-- Opening Marker --
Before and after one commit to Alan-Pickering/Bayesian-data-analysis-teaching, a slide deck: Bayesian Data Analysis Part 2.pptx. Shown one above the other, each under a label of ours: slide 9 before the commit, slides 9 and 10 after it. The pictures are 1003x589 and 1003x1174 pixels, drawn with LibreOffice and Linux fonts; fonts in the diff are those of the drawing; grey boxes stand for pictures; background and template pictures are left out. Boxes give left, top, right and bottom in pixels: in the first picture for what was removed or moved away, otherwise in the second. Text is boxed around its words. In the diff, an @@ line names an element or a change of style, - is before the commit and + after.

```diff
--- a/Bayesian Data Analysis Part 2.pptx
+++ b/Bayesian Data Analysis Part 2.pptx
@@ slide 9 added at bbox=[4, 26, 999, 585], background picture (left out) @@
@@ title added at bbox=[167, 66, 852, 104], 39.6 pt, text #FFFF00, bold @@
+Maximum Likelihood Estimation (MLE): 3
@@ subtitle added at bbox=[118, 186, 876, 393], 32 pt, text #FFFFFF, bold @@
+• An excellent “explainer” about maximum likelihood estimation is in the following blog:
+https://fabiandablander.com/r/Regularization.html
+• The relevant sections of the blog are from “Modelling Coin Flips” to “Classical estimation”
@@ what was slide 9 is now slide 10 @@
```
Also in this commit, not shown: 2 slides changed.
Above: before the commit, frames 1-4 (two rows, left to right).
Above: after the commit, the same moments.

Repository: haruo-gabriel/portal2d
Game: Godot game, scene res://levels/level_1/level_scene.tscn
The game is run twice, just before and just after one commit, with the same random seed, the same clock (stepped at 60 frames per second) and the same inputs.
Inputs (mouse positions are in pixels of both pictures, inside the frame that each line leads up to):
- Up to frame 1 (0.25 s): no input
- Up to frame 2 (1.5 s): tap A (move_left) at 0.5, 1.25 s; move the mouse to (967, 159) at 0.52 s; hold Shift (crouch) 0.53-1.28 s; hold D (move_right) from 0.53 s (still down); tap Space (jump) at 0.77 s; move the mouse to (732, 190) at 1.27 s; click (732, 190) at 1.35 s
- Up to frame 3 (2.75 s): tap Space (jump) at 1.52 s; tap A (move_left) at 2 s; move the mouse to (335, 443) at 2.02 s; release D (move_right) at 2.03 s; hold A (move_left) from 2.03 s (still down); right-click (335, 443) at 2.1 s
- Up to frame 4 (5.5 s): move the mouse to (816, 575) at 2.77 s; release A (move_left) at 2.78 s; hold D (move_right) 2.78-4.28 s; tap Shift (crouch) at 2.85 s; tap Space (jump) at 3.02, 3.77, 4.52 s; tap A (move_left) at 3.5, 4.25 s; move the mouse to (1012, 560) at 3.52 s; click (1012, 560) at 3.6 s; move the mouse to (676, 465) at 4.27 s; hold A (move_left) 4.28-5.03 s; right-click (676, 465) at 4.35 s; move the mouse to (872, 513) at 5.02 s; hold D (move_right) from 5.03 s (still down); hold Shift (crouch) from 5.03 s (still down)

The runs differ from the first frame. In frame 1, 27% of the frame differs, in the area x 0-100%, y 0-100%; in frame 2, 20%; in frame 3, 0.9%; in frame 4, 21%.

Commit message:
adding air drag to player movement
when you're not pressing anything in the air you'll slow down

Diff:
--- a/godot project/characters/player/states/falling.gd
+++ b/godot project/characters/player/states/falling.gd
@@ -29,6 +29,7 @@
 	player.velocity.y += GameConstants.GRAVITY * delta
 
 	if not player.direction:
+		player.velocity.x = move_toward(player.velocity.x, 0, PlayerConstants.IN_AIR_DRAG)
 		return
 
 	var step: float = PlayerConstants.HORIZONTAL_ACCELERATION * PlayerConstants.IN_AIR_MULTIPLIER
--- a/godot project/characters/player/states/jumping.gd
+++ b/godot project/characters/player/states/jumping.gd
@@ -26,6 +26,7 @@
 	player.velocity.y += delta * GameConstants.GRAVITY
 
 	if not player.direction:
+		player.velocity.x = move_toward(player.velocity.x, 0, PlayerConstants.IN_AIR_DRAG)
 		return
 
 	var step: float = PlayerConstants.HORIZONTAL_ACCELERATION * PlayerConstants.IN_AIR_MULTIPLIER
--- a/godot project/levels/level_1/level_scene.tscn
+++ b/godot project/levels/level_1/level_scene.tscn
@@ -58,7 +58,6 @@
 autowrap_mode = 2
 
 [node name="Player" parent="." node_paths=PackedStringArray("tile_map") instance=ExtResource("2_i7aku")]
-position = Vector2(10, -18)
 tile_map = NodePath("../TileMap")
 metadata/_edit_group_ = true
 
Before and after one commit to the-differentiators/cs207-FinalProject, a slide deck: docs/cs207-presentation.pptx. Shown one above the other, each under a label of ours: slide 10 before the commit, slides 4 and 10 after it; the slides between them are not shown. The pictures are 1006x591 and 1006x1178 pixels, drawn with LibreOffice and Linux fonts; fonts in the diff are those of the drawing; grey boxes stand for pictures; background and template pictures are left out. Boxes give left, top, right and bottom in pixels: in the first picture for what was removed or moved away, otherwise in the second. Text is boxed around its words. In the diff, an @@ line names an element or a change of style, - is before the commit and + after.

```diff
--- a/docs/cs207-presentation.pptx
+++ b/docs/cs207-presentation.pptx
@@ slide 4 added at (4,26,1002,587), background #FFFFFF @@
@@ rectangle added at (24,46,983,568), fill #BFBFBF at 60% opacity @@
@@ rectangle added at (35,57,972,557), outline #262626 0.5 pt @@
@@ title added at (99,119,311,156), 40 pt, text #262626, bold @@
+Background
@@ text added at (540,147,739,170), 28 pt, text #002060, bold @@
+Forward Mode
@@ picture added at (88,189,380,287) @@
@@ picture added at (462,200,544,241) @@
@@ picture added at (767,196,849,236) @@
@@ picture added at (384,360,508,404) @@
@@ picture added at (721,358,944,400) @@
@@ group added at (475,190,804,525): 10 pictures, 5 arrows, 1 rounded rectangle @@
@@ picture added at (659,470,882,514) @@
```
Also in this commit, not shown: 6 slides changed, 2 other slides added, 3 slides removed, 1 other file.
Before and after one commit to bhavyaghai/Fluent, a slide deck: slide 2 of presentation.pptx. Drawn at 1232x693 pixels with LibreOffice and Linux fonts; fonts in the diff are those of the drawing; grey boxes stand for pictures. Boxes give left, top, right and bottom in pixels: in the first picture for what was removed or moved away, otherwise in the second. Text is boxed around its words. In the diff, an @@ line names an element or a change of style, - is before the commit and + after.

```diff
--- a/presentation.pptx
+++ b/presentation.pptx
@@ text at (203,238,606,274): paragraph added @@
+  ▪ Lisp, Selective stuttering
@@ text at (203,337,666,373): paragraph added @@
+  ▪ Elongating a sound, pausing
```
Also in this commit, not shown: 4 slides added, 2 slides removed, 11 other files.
-- Closing Marker --
§ EXERCISE AIM: Search the listing above for the string "tscn" and copy each line that has it.

§ SOLUTION TO THIS EXERCISE:
Game: Godot game, scene res://levels/level_1/level_scene.tscn
--- a/godot project/levels/level_1/level_scene.tscn
+++ b/godot project/levels/level_1/level_scene.tscn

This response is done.